----- EXERCISE DATA -----

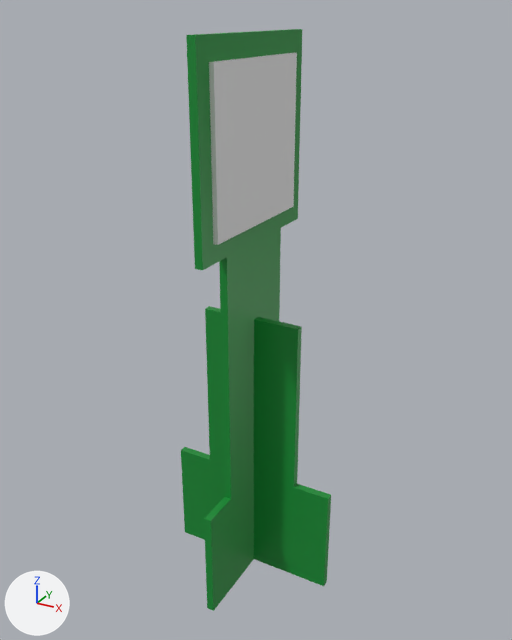
The COLLADA model models/mundoteste/creeper/creeper03/materials/textures/Creeper.dae as it was, and as the next commit left it.
Rendered twice from a 50 mm lens placed at (0.216, -0.387, 0.251), pointed at (0.0, 0.005, 0.055). Lighting does not change. The marker at lower left points along +X, +Y and +Z. Where no turn or scale is listed for an object, it has been applied to the vertices.

Script lines for the objects in view, before the commit:
```python
mat_steel___satin = principled_material('Steel_-_Satin')
mat_steel___satin.base_color = (0.00655, 0.274, 0.0368)  # green #138f36
mat_steel___satin.roughness = 0.44
me_creeper___montagem_v3 = bpy.data.meshes.new('Creeper - Montagem v3')
me_creeper___montagem_v3.from_pydata(...)  # 56 vertices, 104 faces; spans x -0.063..0.063, y -0.063..0.063, z -0.148..0.239
me_creeper___montagem_v3.materials.append(mat_steel___satin)  # green #138f36
me_markerdata_3 = bpy.data.meshes.new('MarkerData_3')
me_markerdata_3.from_pydata(...)  # a box spanning x 0.0..0.003, y -0.05..0.05, z -0.05..0.05
me_markerdata_3.materials.append(mat_markerdata_3)  # its picture is missing
ob_creeper___montagem_v3 = bpy.data.objects.new('Creeper_-_Montagem_v3', me_creeper___montagem_v3)
ob_creeper___montagem_v3.location = (0.0, 0.0, 0.0)
ob_markerdata_3 = bpy.data.objects.new('MarkerData_3', me_markerdata_3)
ob_markerdata_3.location = (0.0027, -0.0007, 0.1754)
```
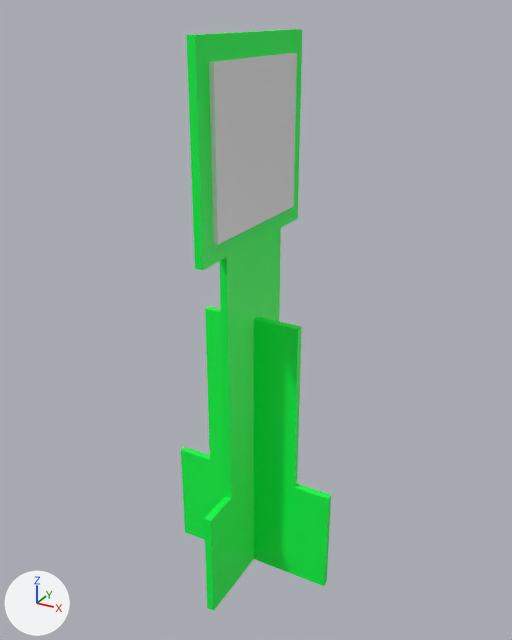
Location of each change, (x1, y1, x2, y2) in pixels of the pictures (512 x 640 px):
'Creeper_-_Montagem_v3', recoloured
    both: (181, 29, 331, 611)

What the commit changed:
Material 'Steel_-_Satin' (mat_steel___satin) changes colour from green #138f36 to green #00ff49; in linear values from (0.00655, 0.274, 0.0368) to (0.0, 1.0, 0.0662).

-----

### PROBLEM DESCRIPTION
Images do not belong in the copy; reproduce all other parts of the records above verbatim.

### RESULT FOR THIS EXERCISE
The COLLADA model models/mundoteste/creeper/creeper03/materials/textures/Creeper.dae as it was, and as the next commit left it.
Rendered twice from a 50 mm lens placed at (0.216, -0.387, 0.251), pointed at (0.0, 0.005, 0.055). Lighting does not change. The marker at lower left points along +X, +Y and +Z. Where no turn or scale is listed for an object, it has been applied to the vertices.

Script lines for the objects in view, before the commit:
```python
mat_steel___satin = principled_material('Steel_-_Satin')
mat_steel___satin.base_color = (0.00655, 0.274, 0.0368)  # green #138f36
mat_steel___satin.roughness = 0.44
me_creeper___montagem_v3 = bpy.data.meshes.new('Creeper - Montagem v3')
me_creeper___montagem_v3.from_pydata(...)  # 56 vertices, 104 faces; spans x -0.063..0.063, y -0.063..0.063, z -0.148..0.239
me_creeper___montagem_v3.materials.append(mat_steel___satin)  # green #138f36
me_markerdata_3 = bpy.data.meshes.new('MarkerData_3')
me_markerdata_3.from_pydata(...)  # a box spanning x 0.0..0.003, y -0.05..0.05, z -0.05..0.05
me_markerdata_3.materials.append(mat_markerdata_3)  # its picture is missing
ob_creeper___montagem_v3 = bpy.data.objects.new('Creeper_-_Montagem_v3', me_creeper___montagem_v3)
ob_creeper___montagem_v3.location = (0.0, 0.0, 0.0)
ob_markerdata_3 = bpy.data.objects.new('MarkerData_3', me_markerdata_3)
ob_markerdata_3.location = (0.0027, -0.0007, 0.1754)
```
Location of each change, (x1, y1, x2, y2) in pixels of the pictures (512 x 640 px):
'Creeper_-_Montagem_v3', recoloured
    both: (181, 29, 331, 611)

What the commit changed:
Material 'Steel_-_Satin' (mat_steel___satin) changes colour from green #138f36 to green #00ff49; in linear values from (0.00655, 0.274, 0.0368) to (0.0, 1.0, 0.0662).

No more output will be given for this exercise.